When data scientist Cathy O’Neil gave a Distinguished Lecture at the MAA Carriage House on October 16, she asked her audience some pretty personal questions. For instance: “How much do you care about sexiness in your movies?”
O’Neil didn’t compel anyone to answer, however; she rhetorically inquired after listeners’ enjoyment of racy films only to help explain how websites come up with product recommendations for customers.
In “Start Your Own Netflix,” which she characterized as “a straight-up, data-is-awesome, math-modeling-is-fun, let’s-think-about-how-we-do-these-things” talk, O’Neil described three different recommendation systems, discussed the massive amounts of data needed to make recommendation engines work, and indicated one way to circumvent the difficulties posed by big data.
A recommendation system is “the thing that tells you, ‘here’s what you might want to try next’”: Netflix does it for movies, Spotify for songs, Google News for headlines. O’Neil touched on three approaches: latent factor analysis, covisitation, and latent topic analysis. Latent factor analysis involves huge matrices you never actually construct; covisitation creates clusters of users based on similarities in their viewing/listening/reading histories; and latent topic analysis has, as she put it, “a lot of Bayesian statistics behind it.”
A surprising insight came to light as O’Neil conjured the unwieldy matrices of latent factor analysis: No matter what the context, the number of factors you care about is . . . wait for it . . . about 20.
“It’s kind of sad,” O’Neil said, “but we basically only have 20 dimensions of taste.”

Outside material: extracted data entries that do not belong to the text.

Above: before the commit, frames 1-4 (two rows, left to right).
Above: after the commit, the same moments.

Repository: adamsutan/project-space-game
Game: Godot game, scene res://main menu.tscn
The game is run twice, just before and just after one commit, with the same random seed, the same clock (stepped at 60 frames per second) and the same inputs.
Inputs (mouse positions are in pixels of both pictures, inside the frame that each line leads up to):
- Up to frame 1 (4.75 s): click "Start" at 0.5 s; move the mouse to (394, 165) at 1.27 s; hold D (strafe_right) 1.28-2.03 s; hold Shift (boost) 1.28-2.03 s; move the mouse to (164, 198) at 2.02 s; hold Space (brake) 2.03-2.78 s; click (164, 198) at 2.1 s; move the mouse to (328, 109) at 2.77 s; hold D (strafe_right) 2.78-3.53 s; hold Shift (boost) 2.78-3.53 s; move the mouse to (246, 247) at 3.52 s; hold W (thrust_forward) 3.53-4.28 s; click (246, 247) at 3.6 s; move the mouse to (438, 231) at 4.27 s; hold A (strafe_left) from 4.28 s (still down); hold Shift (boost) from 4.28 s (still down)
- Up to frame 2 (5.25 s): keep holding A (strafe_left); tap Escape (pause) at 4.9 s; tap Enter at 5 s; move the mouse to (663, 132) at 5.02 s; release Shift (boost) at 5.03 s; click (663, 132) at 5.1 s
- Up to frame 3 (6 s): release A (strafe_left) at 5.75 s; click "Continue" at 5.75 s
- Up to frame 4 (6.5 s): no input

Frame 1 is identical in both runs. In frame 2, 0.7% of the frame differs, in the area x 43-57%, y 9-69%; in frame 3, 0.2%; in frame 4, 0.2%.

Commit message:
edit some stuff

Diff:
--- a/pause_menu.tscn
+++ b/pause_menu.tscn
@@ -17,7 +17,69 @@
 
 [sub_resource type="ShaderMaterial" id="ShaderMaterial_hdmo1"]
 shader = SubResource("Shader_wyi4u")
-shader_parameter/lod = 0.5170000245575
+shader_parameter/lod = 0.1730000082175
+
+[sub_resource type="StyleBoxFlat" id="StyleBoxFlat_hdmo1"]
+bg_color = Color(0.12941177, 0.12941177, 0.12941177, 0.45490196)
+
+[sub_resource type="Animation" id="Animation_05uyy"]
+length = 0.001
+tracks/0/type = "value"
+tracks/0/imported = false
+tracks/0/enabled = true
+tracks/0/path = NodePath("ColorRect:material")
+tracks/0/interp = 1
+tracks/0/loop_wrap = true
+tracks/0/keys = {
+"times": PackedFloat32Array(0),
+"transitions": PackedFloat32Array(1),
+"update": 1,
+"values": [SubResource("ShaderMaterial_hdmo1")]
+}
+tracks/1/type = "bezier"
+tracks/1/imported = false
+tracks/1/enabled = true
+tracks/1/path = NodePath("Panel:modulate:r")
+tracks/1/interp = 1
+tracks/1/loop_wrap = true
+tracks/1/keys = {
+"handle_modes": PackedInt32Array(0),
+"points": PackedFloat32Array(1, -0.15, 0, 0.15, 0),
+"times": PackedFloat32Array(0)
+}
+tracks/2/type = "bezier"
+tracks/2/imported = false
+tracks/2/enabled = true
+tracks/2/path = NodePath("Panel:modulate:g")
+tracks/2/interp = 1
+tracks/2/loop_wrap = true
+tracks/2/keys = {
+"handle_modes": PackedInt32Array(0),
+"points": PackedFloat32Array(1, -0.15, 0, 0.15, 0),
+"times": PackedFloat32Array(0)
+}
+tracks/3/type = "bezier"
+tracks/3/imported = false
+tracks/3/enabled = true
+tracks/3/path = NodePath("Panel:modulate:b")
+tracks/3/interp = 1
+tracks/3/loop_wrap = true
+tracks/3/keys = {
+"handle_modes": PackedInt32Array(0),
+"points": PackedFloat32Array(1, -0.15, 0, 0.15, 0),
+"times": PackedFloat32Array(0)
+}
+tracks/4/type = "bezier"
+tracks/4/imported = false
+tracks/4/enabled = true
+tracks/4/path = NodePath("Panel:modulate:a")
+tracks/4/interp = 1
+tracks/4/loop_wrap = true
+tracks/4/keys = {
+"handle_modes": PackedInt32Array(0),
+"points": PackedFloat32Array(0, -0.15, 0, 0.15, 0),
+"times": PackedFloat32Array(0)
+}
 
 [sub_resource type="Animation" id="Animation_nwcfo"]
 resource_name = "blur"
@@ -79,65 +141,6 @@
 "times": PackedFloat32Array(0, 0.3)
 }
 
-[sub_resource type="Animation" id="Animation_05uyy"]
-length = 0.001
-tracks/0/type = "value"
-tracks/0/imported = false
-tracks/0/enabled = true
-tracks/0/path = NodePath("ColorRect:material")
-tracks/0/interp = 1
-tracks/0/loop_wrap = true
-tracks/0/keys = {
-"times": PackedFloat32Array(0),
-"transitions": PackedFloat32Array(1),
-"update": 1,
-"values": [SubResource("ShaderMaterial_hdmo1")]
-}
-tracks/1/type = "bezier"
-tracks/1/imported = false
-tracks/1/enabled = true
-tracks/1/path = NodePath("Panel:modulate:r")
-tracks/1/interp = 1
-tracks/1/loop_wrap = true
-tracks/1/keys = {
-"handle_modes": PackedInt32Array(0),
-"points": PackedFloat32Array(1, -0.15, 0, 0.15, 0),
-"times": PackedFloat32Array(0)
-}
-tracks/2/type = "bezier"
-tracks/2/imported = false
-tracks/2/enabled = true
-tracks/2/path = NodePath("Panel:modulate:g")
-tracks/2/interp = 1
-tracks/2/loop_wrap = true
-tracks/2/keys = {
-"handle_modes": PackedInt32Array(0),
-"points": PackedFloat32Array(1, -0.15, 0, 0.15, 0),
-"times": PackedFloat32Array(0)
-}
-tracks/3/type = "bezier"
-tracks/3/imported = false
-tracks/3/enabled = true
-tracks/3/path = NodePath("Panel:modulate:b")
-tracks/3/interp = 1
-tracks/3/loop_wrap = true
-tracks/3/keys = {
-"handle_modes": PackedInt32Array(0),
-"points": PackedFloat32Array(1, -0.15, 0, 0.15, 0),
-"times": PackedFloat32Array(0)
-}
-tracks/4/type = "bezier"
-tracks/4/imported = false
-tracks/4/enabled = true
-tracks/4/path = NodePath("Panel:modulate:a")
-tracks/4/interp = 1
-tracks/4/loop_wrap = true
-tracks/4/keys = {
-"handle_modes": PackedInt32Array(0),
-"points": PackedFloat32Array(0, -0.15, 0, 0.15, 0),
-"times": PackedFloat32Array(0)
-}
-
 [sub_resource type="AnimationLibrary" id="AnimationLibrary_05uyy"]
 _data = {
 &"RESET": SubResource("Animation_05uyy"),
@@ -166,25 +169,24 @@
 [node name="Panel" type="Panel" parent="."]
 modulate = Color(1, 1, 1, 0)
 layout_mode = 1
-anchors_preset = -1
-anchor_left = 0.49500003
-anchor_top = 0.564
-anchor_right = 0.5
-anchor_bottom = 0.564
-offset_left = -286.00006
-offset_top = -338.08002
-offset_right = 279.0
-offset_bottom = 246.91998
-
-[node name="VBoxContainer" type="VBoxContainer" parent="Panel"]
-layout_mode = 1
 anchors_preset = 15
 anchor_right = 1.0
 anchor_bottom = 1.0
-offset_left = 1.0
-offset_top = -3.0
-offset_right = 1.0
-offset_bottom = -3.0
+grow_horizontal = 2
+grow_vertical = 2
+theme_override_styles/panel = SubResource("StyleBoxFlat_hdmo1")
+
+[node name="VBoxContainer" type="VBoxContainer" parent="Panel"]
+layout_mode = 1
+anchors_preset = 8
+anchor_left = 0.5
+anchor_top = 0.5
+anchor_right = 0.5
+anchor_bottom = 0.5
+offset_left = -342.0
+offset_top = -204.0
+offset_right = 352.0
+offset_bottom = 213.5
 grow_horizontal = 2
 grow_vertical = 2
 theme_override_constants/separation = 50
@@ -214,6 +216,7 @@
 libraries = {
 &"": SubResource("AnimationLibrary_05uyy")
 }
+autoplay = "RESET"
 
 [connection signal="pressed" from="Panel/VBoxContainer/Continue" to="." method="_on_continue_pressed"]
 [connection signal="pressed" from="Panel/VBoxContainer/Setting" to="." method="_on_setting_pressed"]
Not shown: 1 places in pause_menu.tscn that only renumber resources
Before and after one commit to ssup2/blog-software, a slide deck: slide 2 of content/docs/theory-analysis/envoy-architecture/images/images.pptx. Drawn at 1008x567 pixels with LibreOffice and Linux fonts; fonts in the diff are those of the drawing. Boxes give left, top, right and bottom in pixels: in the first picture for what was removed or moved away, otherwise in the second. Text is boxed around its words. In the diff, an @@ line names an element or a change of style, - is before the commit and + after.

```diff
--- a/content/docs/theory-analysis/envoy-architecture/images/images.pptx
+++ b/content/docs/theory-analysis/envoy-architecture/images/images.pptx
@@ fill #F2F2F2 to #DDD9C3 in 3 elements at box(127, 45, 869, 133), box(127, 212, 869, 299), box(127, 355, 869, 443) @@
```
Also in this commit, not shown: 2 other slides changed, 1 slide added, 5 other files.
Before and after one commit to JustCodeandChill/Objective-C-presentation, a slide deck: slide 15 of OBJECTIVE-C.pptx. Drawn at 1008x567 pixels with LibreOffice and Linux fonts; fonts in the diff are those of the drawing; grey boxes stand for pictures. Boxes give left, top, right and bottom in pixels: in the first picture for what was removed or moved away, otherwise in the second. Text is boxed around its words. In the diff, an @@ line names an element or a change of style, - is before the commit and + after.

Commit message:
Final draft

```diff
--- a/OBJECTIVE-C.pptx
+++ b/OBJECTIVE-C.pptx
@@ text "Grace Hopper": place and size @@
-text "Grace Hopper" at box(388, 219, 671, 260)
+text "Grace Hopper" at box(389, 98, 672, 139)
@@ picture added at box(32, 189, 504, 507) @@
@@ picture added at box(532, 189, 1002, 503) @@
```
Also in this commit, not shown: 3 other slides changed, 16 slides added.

O’Neil attributed this insight to friends at hunch.com. The website, which provides personalized recommendations based on users’ answers to a set of questions, has found that you have a consumer pretty well pegged after replies to just 20 questions.
O’Neil revisited this idea when she rattled off a list of caveats at the end of her talk. She questioned whether the data informing recommendation engines comes from a representative sample of the population, seeming to doubt how closely the preferences of folks with the leisure to rate Netflix movies reflect those of the rest of us. She also mentioned the so-called filter bubble question, the idea that if “we’re just blindly walking around” making decisions based on suggestions floated by algorithms informed by our own experience, we’ll never be exposed to anything novel.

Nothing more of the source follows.